The UN texts were created and archived on Wang VS computer systems, using the Wang WP word processing program. The tapes delivered to the LDC were copied from the archived disk packs by means of Wang BACKUP. Each of these Wang programs uses its own file formatting scheme, which had to be reverse-engineered at the LDC so that programs could be written to extract the actual text data from the tapes. The LDC's efforts to decipher the WP character encoding, format control codes and file structure were helped substantially by Dominique Petitpierre of ISSCO, as well as by the technical support staff at Wang Office Systems.
The English, French and Spanish texts are being transliterated to the ISO 8859-1 (Latin1) character set, an 8-bit encoding system in which accented characters of European languages (and some other specialized symbols) are provided in the upper half of the 256-character table. Common 7-bit ASCII, or ISO 646, occupies the lower half of the table. In addition, the various WP text formatting conrol codes (such as line-centering, underlining, indentation, tab-stop settings, etc.) are being preserved in the form of Standard Generalized Markup Language (SGML) tags. Considerable care is being taken to ensure that the resulting text files are fully SGML compatible and parsable. In this regard, we are especially grateful to David McKelvie of the HCRC in Edinburgh, Scotland, for providing a critique and verification of some extracted samples, and for creating a complete SGML Document Type Definition (DTD) and character set specification, which will be distributed with the data when it is published.
It is not clear at present what solution will be adopted for character encoding in the three other languages, once these become available from the UN. We would welcome suggestions from LDC members as to the most widely used methods for encoding Arabic, Russian and Chinese, bearing in mind that the resulting files must accomodate some Roman alphabetic and decimal numeric strings interspersed with the running text, as well as, presumably, SGML tags. The LDC would like to develop (or approximate) a consensus on this issue.

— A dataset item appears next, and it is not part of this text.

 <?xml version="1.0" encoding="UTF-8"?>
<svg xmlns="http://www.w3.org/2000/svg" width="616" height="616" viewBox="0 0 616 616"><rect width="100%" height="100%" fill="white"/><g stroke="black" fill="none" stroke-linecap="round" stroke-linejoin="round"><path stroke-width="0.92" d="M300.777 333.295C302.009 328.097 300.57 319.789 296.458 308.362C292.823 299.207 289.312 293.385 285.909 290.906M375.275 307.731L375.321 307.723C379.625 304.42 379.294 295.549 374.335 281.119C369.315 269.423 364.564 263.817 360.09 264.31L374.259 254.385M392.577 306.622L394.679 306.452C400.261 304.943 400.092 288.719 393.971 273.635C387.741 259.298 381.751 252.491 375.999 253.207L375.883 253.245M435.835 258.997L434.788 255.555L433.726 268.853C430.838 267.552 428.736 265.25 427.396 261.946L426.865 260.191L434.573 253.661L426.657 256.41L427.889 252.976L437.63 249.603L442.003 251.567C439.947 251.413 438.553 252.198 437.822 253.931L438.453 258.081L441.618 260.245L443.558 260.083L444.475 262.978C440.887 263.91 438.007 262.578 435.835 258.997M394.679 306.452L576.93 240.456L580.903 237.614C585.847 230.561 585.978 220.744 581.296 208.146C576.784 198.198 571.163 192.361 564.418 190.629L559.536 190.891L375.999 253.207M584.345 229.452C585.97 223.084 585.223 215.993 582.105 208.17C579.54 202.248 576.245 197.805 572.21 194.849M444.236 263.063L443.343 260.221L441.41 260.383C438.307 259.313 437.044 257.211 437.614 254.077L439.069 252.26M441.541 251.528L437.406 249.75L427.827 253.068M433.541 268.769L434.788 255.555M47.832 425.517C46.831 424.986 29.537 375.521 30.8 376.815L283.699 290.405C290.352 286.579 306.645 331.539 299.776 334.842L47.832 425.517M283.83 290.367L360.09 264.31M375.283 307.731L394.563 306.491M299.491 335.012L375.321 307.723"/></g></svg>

The initial publication of parallel text data from the UN is expected to be ready for release in the fall of 1993. It will consist of one CD-ROM each for English, French and Spanish (approximately 650 megabytes per disc). The directory and file structure on each disc will directly reflect the parallel relations among texts (i.e., a given document will have the same path and file name on each disc, with the exception of a single component that describes the anguage of each file). While there will be no attempt to insert tages specifically to mark alignment points within parallel documents, there will be an abundance of cues for alignment within the text itself, owing to the fairly consistent use of typographic formatting (chapter headings, etc.), and frequent use of sequence numbers assigned to each paragraph.
The UN corpus promises to be an invaluable resource for researchers in machine translation. The UN will benefit from this work as well, in that the archives will be returned to them in a converted form that will be portable to their now PC-based word processing systems.